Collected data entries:
-- Opening Marker --
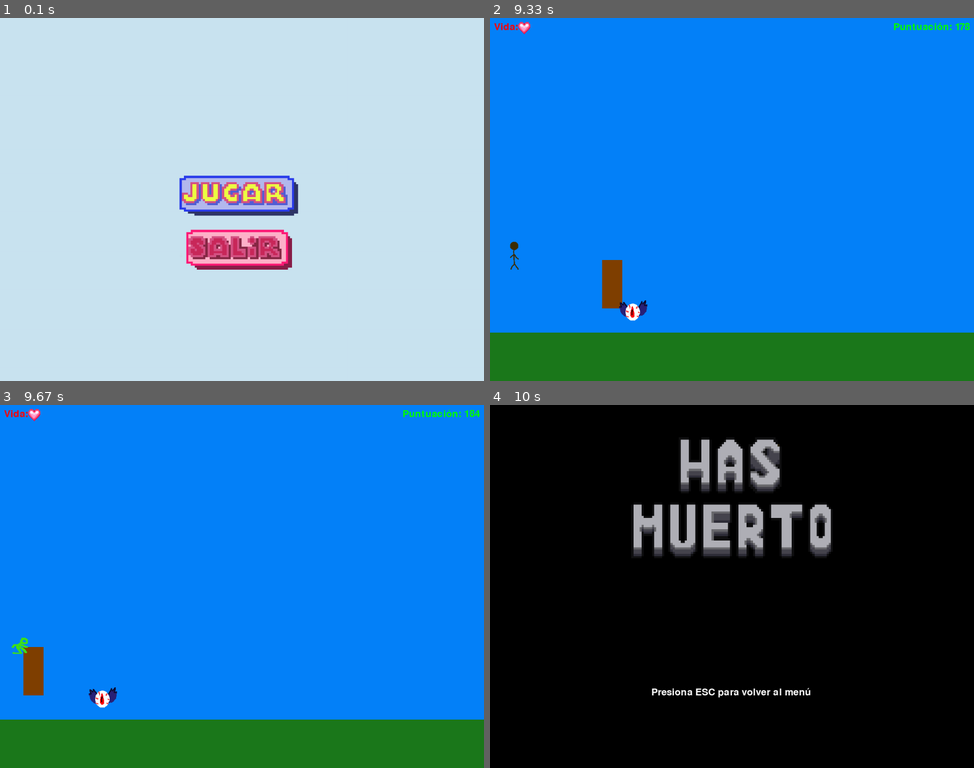
Above: before the commit, frames 1-4 (two rows, left to right).
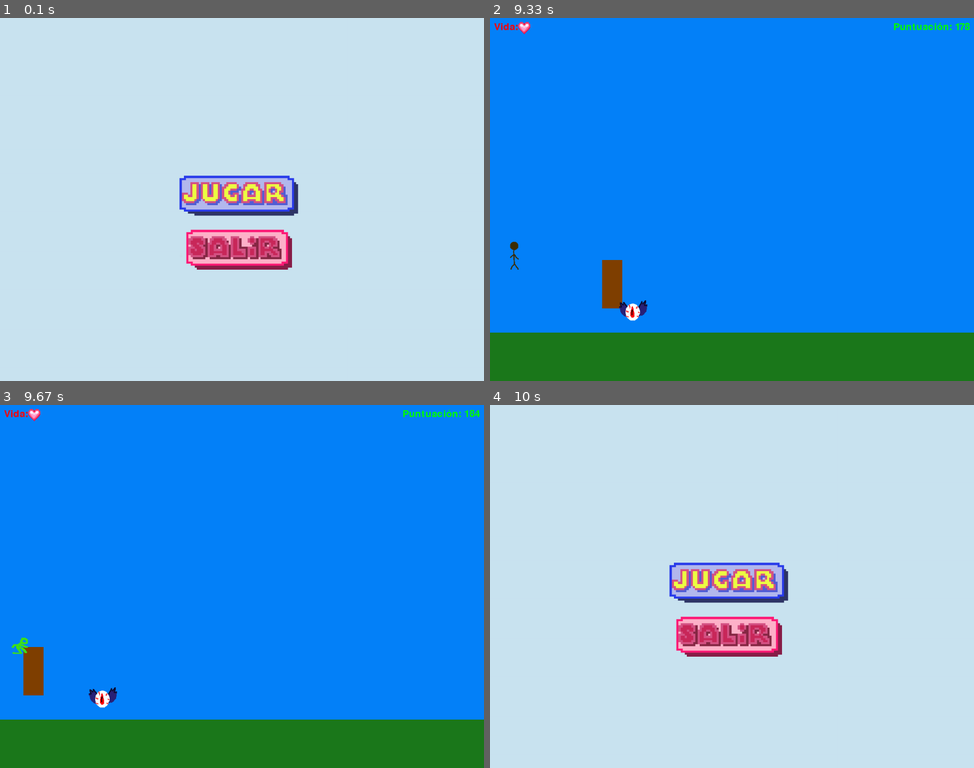
Above: after the commit, the same moments.

Repository: Jol-XD/Corre-Paco-Corre
Game: pygame game, started from proyecto/Juego(test-Jack).py
Two runs of this game, one before a commit and one after it. Both use one fixed random seed, a clock stepped at 60 frames per second and the inputs below.
Inputs (mouse positions are in pixels of both pictures, inside the frame that each line leads up to):
- Up to frame 1 (0.1 s): no input
- Up to frame 2 (9.33 s): click (727, 195) at 0.38 s; hold Up 0.67-1.13 s; tap Space at 1.17 s; hold Down 1.5-1.8 s; hold Up 1.83-2.2 s; hold Up 2.63-2.93 s; hold Up 4.77-5.13 s; hold Up 5.57-5.87 s; hold Up 7.03-7.33 s; hold Up from 9.17 s (still down)
- Up to frame 3 (9.67 s): release Up at 9.53 s; hold Down from 9.57 s (still down)
- Up to frame 4 (10 s): release Down at 9.93 s; hold Up from 9.97 s (still down)

Frames 1-3 are identical in both runs. In frame 4, 100% of the frame differs, in the area x 0-100%, y 0-100%.

Commit message:
ultima puntucaion al morir

Diff:
--- a/proyecto/Juego(test-Jack).py
+++ b/proyecto/Juego(test-Jack).py
@@ -422,11 +422,18 @@
     pantalla.fill(NEGRO)
     surface.blit(has_muerto_image, (350, 80))
 
-    # Dibujar un mensaje en la pantalla
-    font = pygame.font.Font(None, 36)
-    texto = font.render("Presiona ESC para volver al menú", True, BLANCO)
+    # Dibujar la puntuación actual del jugador con fuente Arial Black
+    font = pygame.font.SysFont("arialblack", 40)
+    texto_puntuacion = font.render(f"Puntuación: {puntuacion}", True, BLANCO)
+    texto_puntuacion_rect = texto_puntuacion.get_rect()
+    texto_puntuacion_rect.topleft = (500, 600)  # Ajusta la posición del mensaje de puntuación
+    surface.blit(texto_puntuacion, texto_puntuacion_rect)
+
+    # Dibujar un mensaje en la pantalla con un tamaño de fuente de 50
+    font_mensaje = pygame.font.SysFont("arialblack", 45)
+    texto = font_mensaje.render("Presiona cualquier tecla para volver al menú", True, BLANCO)
     texto_rect = texto.get_rect()
-    texto_rect.topleft = (400, 700)
+    texto_rect.topleft = (295, 700)
     surface.blit(texto, texto_rect)
 
     pygame.display.update()
@@ -437,8 +444,11 @@
             if event.type == pygame.QUIT:
                 run = False
                 muerto = False
-            if event.type == pygame.KEYDOWN and event.key == pygame.K_ESCAPE:
+            if event.type == pygame.KEYDOWN:
                 muerto = False
+
+
+
 
 def reiniciar_juego():
     global puntuacion
-- Closing Marker --
# Work instruction
If a line comes after the line with "- Up to frame 3", it stays out; print exactly every line from the start of the entries up to and including that line, but no pictures.

# Task output
Above: before the commit, frames 1-4 (two rows, left to right).
Above: after the commit, the same moments.

Repository: Jol-XD/Corre-Paco-Corre
Game: pygame game, started from proyecto/Juego(test-Jack).py
Two runs of this game, one before a commit and one after it. Both use one fixed random seed, a clock stepped at 60 frames per second and the inputs below.
Inputs (mouse positions are in pixels of both pictures, inside the frame that each line leads up to):
- Up to frame 1 (0.1 s): no input
- Up to frame 2 (9.33 s): click (727, 195) at 0.38 s; hold Up 0.67-1.13 s; tap Space at 1.17 s; hold Down 1.5-1.8 s; hold Up 1.83-2.2 s; hold Up 2.63-2.93 s; hold Up 4.77-5.13 s; hold Up 5.57-5.87 s; hold Up 7.03-7.33 s; hold Up from 9.17 s (still down)
- Up to frame 3 (9.67 s): release Up at 9.53 s; hold Down from 9.57 s (still down)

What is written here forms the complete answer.